# The Interex are AWESOME! (SPOILERS)



## SoL Berzerker (May 5, 2009)

Sorry for the recent spam of early Heresy novel related material, but I have just gotten into the books and feel the need to discuss. 


Back to the Interex. Is it just me or were they pretty badass!? Machine-like centaur warriors!? Are you kidding me!? Why are these guys not in the tabletop!? I understand they were wiped out, but come on, an army of those guys would be sweet to play. Using their bows would be cool as well, S4 AP3, 18" range. 

Centaurs could be fast attacks with beast. 

Anyone else think that the Interex got far too little treatment after the first book? I mean, the only mention they really got was that they were wiped out some time before the war with the Technocracy.


----------



## MEQinc (Dec 12, 2010)

The Interex were indeed pretty cool but, to me, so were lots of the planets encountered by the expanding Imperium. It would simply be unfeasible to produce codex's, or even more material, about all of the cool little empires that exist in and around the Imperium. So just look at it as world (or galaxy) building, cool little things that make 40k feel like it takes place in a big galaxy. The Interex were cool but the part of the story they mattered for is over, and so therefore they are too, just like hundreds of other parts of the novels (and soon, the Tau! Muwhahahaha! mine is an evil laugh)


----------



## Over Two Meters Tall! (Nov 1, 2010)

The only thing I remember reading about the Interex was them chasing off the Luna Wolves immediately prior to Davin, and one of the Astares lamenting they never went back to deal with them. Do you have the book/page with the mention of them being destroyed? I always thought it would be left to the post-Heresy mop-up by Guillaumin, et al.
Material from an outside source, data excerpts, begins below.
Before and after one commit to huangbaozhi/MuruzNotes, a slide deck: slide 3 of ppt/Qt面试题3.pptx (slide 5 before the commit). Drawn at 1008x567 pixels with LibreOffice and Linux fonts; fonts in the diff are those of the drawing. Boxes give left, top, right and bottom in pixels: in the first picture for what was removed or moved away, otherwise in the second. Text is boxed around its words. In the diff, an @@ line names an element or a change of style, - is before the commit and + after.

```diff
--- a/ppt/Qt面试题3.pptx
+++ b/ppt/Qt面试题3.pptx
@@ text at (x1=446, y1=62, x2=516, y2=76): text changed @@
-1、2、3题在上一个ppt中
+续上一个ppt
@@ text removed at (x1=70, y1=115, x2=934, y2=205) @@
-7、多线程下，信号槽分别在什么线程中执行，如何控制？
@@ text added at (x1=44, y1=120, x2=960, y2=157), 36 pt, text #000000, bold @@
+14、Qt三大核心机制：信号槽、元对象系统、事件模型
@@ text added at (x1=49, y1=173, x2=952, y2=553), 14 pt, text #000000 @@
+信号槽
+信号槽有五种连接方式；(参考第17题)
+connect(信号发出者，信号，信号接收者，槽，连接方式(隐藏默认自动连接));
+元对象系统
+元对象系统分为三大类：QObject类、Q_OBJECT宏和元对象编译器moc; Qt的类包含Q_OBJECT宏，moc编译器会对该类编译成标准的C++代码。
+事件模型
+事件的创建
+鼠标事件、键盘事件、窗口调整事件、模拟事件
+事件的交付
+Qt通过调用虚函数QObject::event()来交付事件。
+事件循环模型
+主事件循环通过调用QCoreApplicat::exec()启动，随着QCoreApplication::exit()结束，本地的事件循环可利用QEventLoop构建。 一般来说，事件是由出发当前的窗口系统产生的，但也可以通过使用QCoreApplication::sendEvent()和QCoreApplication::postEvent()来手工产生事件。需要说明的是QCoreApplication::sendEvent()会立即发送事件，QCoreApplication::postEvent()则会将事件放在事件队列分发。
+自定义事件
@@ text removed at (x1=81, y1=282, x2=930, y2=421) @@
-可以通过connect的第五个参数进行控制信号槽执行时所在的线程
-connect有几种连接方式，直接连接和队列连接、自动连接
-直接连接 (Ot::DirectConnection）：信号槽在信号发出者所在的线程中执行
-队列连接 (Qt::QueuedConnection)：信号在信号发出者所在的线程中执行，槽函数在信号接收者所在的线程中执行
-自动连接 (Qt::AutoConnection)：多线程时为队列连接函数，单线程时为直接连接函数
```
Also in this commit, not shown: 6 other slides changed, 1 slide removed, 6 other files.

They really were incredible and so could absolutely not fit into the post-Heresy galaxy. A human society with the balls and the brains to treat with the Eldar and not get bitter and/or destroyed in the process? Where's the fun in that?


----------



## cheeto (Apr 1, 2011)

Correct me if I'm wrong, but weren't the Interex human with superior tech?


----------



## locustgate (Dec 6, 2009)

cheeto said:


> Correct me if I'm wrong, but weren't the Interex human with superior tech?


Yes and no, They were a human and alien civilization, at least one alien race. Their weapons were stronger than a bolter.


----------



## Over Two Meters Tall! (Nov 1, 2010)

cheeto said:


> Correct me if I'm wrong, but weren't the Interex human with superior tech?


The Interex actually incorporated multiple races into their society and were even moderately tolerant on what looked suspiciously like a Tyranid-infested world, e.g. they let the creature go fallow on the planet and tried to ensure no one else went there, as opposed to committing genocide and cleaning the species off the planet.

In fact, the anathame that wounded Horus and ends up as Fulgrim's weapon 

was stolen off the Interex planet by Erebus, sparking immediate violence between the Interex and the Luna Wolves. The Anathame was in a military museum and a relic of the Kinebrach, one of the allied (subjugated?) species that made up the Interex.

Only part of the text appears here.